[PROVIDED INFORMATION]
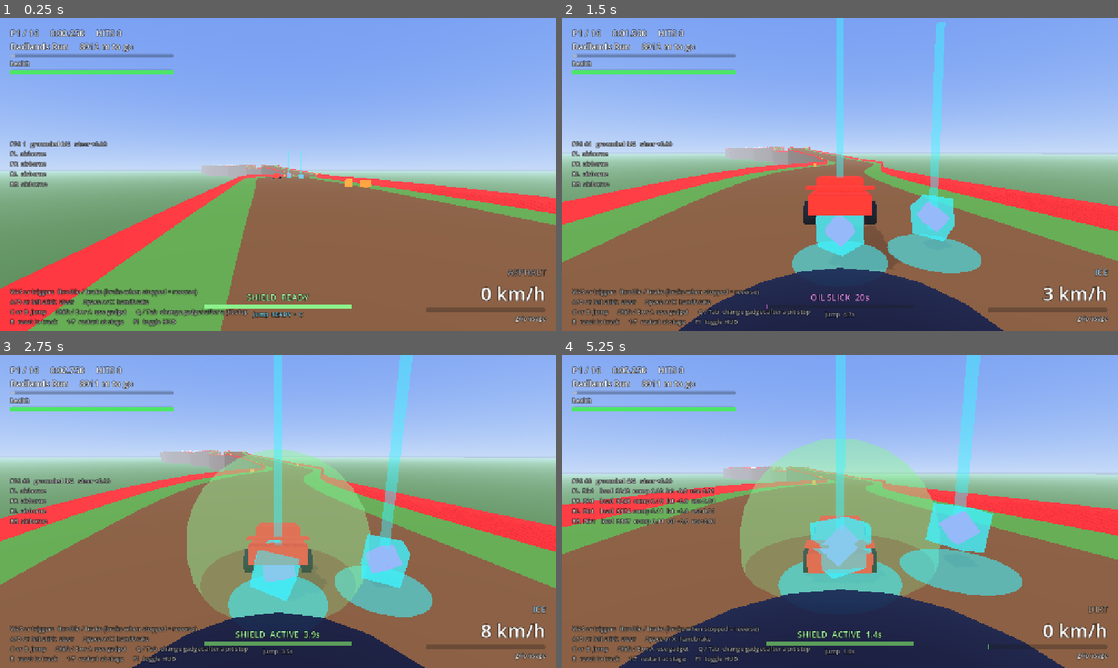
Above: before the commit, frames 1-4 (two rows, left to right).
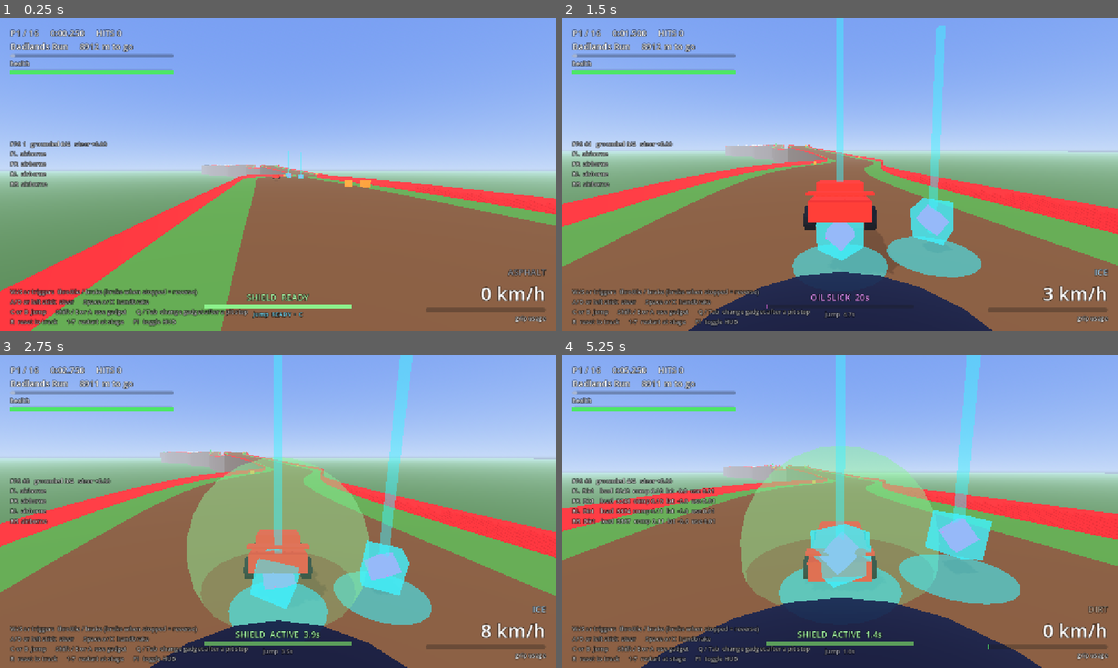
Above: after the commit, the same moments.

Repository: dylantoporek/the-crucible-race
Game: Godot game, scene res://tests/gadget_test.tscn
Same seed, same stepped clock (60 frames per second), same inputs: the game is played once before the commit and once after it. This scene is started directly instead of the project's main scene.
Inputs:
- Up to frame 1 (0.25 s): no input
- Up to frame 2 (1.5 s): hold C (jump) 0.53-1.28 s; hold W (accelerate) from 0.53 s (still down); tap Tab (gadget_next) at 1.35 s
- Up to frame 3 (2.75 s): tap C (jump) at 1.52, 1.55, 1.82, 2.3 s; release W (accelerate) at 2.03 s; hold A (steer_left) from 2.03 s (still down); hold Q (gadget_prev) from 2.03 s (still down)
- Up to frame 4 (5.25 s): release Q (gadget_prev) at 2.78 s; tap Shift (use_gadget) at 2.85 s; tap C (jump) at 3.02, 3.05, 3.32, 4.52, 4.55, 4.82 s; release A (steer_left) at 3.53 s; hold S (brake) 3.53-4.28 s; hold C (jump) 3.53-4.28 s; tap R (reset) at 4.15 s; hold D (steer_right) 4.28-5.03 s; tap Tab (gadget_next) at 4.35 s; hold W (accelerate) from 5.03 s (still down); hold Q (gadget_prev) from 5.03 s (still down)

The runs differ from the first frame. In frame 1, 0.5% of the frame differs, in the area x 0-100%, y 42-100%; in frame 2, 4.4%; in frame 3, 8.9%; in frame 4, 9.4%, in the area x 0-100%, y 0-100%.

Commit message:
Lean the camera down the hill so you can see a descent
On the Mountain Descent half the screen was sky and the road fell away
out of frame. The camera was entirely horizontal: it sat a fixed height
above the car and looked 3 m ahead of it, which is fine on the flat and
useless pointing down a 19% slope.

It now reads the road's gradient 26 m ahead and, on a descent, lifts and
aims down the hill so the road fills the screen to the horizon. Reading
the course rather than the car means it starts leaning before the car
tips over a crest. Uphill and flat are unchanged, verified by eye on the
badlands and the mountain climb.

The first values were far too strong and pushed the car onto the bottom
edge of the screen behind the HUD; the lift is 4 m at full tilt rather
than 11.

Two things this turned up:

The camera must not call track_offset(). That caches its answer against
the current physics frame, so a camera running every drawn frame answers
the drivers' question at the wrong moment; it changed AI behaviour enough
to fail the route test. The track now exposes offset_near(), a read-only
lookup around a hint the caller keeps, and the camera holds its own
cursor. Route timings are identical to before the camera existed.

Gadget cooldowns and pit windows ticked on frame time while the jump
cooldown and reset immunity tick on physics time. When the renderer falls
behind, those two clocks drift apart. Everything is on physics time now,
which also stops the smoke test flipping when the machine is loaded.

Co-Authored-By: Claude Opus 5 <noreply@anthropic.com>
Claude-Session: https://claude.ai/code/session_01QUP9UcYASvbeFEYPhEwjAT

Diff:
--- a/scripts/camera/chase_camera.gd
+++ b/scripts/camera/chase_camera.gd
@@ -1,6 +1,8 @@
 class_name ChaseCamera
 extends Camera3D
-## Smooth chase camera that follows the car's velocity direction so drifts read on screen.
+## Smooth chase camera that follows the car's velocity direction so drifts read on screen,
+## and that leans over the car on a descent so you can see the road you are falling into
+## rather than the horizon above it.
 
 @export var target: Node3D
 @export var distance := 7.5
@@ -11,7 +13,20 @@
 @export var base_fov := 68.0
 @export var speed_fov := 16.0
 
+@export_group("Slopes")
+## The road it reads to know a drop is coming. Without one it falls back to the gradient
+## the car is already on, which works but cannot see over a crest.
+var track: SprintTrack
+@export var slope_look_ahead := 26.0   ## Metres up the road the gradient is read from
+@export var slope_max := 0.30          ## Gradient at which the lean stops growing
+@export var slope_rise := 4.0          ## Extra metres of camera height at slope_max downhill
+@export var slope_aim_ahead := 18.0    ## Extra metres the aim point moves up the road
+@export var slope_aim_gain := 1.1      ## How far past the road surface the aim point drops
+@export var slope_smooth := 2.2        ## How quickly the camera reacts to a change of gradient
+
 var _fwd := Vector3.FORWARD
+var _slope := 0.0                      ## Smoothed gradient ahead; negative is downhill
+var _track_offset := 0.0               ## Our own place on the course, kept out of the drivers' cache
 var _shake := 0.0
 var _rng := RandomNumberGenerator.new()
 
@@ -23,11 +38,32 @@
 func snap_behind_target() -> void:
 	if target == null:
 		return
+	if track != null:
+		_track_offset = track.offset_of(target.global_position)
+		_slope = track.grade_at(clampf(_track_offset + slope_look_ahead, 0.0, track.length))
 	_fwd = -target.global_transform.basis.z
 	_fwd.y = 0.0
 	_fwd = _fwd.normalized() if _fwd.length_squared() > 0.001 else Vector3.FORWARD
 	global_position = target.global_position - _fwd * distance + Vector3.UP * height
 	look_at(target.global_position + Vector3.UP * look_height, Vector3.UP)
+
+
+## The gradient of the road just ahead, negative downhill. Read from the course where we
+## have it, so the camera starts leaning before the car tips over the edge; otherwise from
+## the car's own climb rate, which only knows about the slope it is already on.
+func _road_slope() -> float:
+	if track != null and target != null:
+		# Our own cursor, not the shared one: asking the track where a car is caches the
+		# answer against the current physics frame, and a camera running every drawn frame
+		# would be answering that question on the drivers' behalf at the wrong moment.
+		_track_offset = track.offset_near(target.global_position, _track_offset)
+		return track.grade_at(clampf(_track_offset + slope_look_ahead, 0.0, track.length))
+	if target is RigidBody3D:
+		var v: Vector3 = (target as RigidBody3D).linear_velocity
+		var flat := Vector2(v.x, v.z).length()
+		if flat > 3.0:
+			return clampf(v.y / flat, -slope_max, slope_max)
+	return 0.0
 
 
 func add_shake(amount: float) -> void:
@@ -57,10 +93,20 @@
 			desired_fwd = car_fwd.lerp(vdir, 0.55).normalized()
 	_fwd = _fwd.lerp(desired_fwd, clampf(turn_speed * delta, 0.0, 1.0)).normalized()
 
-	var desired_pos := target.global_position - _fwd * (distance + speed * 0.035) + Vector3.UP * height
+	_slope = lerpf(_slope, _road_slope(), clampf(slope_smooth * delta, 0.0, 1.0))
+	# Only a drop needs the help: climbing, the road ahead already fills the screen.
+	var drop := clampf(-_slope, 0.0, slope_max) / slope_max
+
+	var desired_pos := target.global_position - _fwd * (distance + speed * 0.035) \
+			+ Vector3.UP * (height + slope_rise * drop)
 	global_position = global_position.lerp(desired_pos, clampf(follow_speed * delta, 0.0, 1.0))
 
-	var look_target := target.global_position + Vector3.UP * look_height + _fwd * 3.0
+	# Aim at the road rather than at the car: a point further up the course, dropped by the
+	# gradient so it lands on the surface the car is about to reach. That pitches the camera
+	# down the hill instead of leaving it staring at the horizon.
+	var aim_ahead := 3.0 + slope_aim_ahead * drop
+	var look_target := target.global_position + _fwd * aim_ahead \
+			+ Vector3.UP * (look_height + _slope * aim_ahead * slope_aim_gain * drop)
 	if _shake > 0.0:
 		look_target += Vector3(_rng.randf_range(-1, 1), _rng.randf_range(-1, 1), _rng.randf_range(-1, 1)) * _shake * 0.35
 		_shake = move_toward(_shake, 0.0, delta * 2.5)
--- a/scripts/car/gadget_slot.gd
+++ b/scripts/car/gadget_slot.gd
@@ -87,7 +87,10 @@
 	changed.emit()
 
 
-func _process(delta: float) -> void:
+## Physics time, not frame time: the jump cooldown and the reset immunity are counted in
+## physics steps, and a gadget cooldown that drifts against them whenever the renderer falls
+## behind is the kind of inconsistency nobody can reproduce on purpose.
+func _physics_process(delta: float) -> void:
 	if cooldown > 0.0:
 		cooldown = maxf(cooldown - delta, 0.0)
 	if pit_window > 0.0:
--- a/scripts/game/game.gd
+++ b/scripts/game/game.gd
@@ -51,6 +51,7 @@
 		var ai := _spawn_car(i, false)
 		(ai.get_node("AIDriver") as AIDriver).rival = player
 	camera.target = player
+	camera.track = track
 	camera.snap_behind_target()
 	hud.setup(self)
 	var requested := _stage_from_url()
--- a/scripts/track/sprint_track.gd
+++ b/scripts/track/sprint_track.gd
@@ -605,6 +605,14 @@
 			fine = o
 		o += CURSOR_FINE_STEP
 	return clampf(fine, 0.0, len)
+
+
+## Nearest offset to a world position, searched around a hint the caller keeps for itself.
+## Unlike track_offset() this touches no shared state, so anything that only wants to look
+## at the road — a camera, a readout — can ask without disturbing the per-body cursors the
+## drivers depend on.
+func offset_near(global_pos: Vector3, hint: float, radius: float = 30.0) -> float:
+	return _offset_near_curve(curve, length, to_local(global_pos), hint, radius)
 
 
 func _offset_near(global_pos: Vector3, hint: float) -> float:
Not shown, changed: README.md
[/PROVIDED INFORMATION]
[EXERCISE PROMPT]: Beginning with the first line of the records, write out every line up to and including the one with "badlands and the mountain climb.", exactly, and omit all pictures.

[SOLUTION TO THIS EXERCISE]:
Above: before the commit, frames 1-4 (two rows, left to right).
Above: after the commit, the same moments.

Repository: dylantoporek/the-crucible-race
Game: Godot game, scene res://tests/gadget_test.tscn
Same seed, same stepped clock (60 frames per second), same inputs: the game is played once before the commit and once after it. This scene is started directly instead of the project's main scene.
Inputs:
- Up to frame 1 (0.25 s): no input
- Up to frame 2 (1.5 s): hold C (jump) 0.53-1.28 s; hold W (accelerate) from 0.53 s (still down); tap Tab (gadget_next) at 1.35 s
- Up to frame 3 (2.75 s): tap C (jump) at 1.52, 1.55, 1.82, 2.3 s; release W (accelerate) at 2.03 s; hold A (steer_left) from 2.03 s (still down); hold Q (gadget_prev) from 2.03 s (still down)
- Up to frame 4 (5.25 s): release Q (gadget_prev) at 2.78 s; tap Shift (use_gadget) at 2.85 s; tap C (jump) at 3.02, 3.05, 3.32, 4.52, 4.55, 4.82 s; release A (steer_left) at 3.53 s; hold S (brake) 3.53-4.28 s; hold C (jump) 3.53-4.28 s; tap R (reset) at 4.15 s; hold D (steer_right) 4.28-5.03 s; tap Tab (gadget_next) at 4.35 s; hold W (accelerate) from 5.03 s (still down); hold Q (gadget_prev) from 5.03 s (still down)

The runs differ from the first frame. In frame 1, 0.5% of the frame differs, in the area x 0-100%, y 42-100%; in frame 2, 4.4%; in frame 3, 8.9%; in frame 4, 9.4%, in the area x 0-100%, y 0-100%.

Commit message:
Lean the camera down the hill so you can see a descent
On the Mountain Descent half the screen was sky and the road fell away
out of frame. The camera was entirely horizontal: it sat a fixed height
above the car and looked 3 m ahead of it, which is fine on the flat and
useless pointing down a 19% slope.

It now reads the road's gradient 26 m ahead and, on a descent, lifts and
aims down the hill so the road fills the screen to the horizon. Reading
the course rather than the car means it starts leaning before the car
tips over a crest. Uphill and flat are unchanged, verified by eye on the
badlands and the mountain climb.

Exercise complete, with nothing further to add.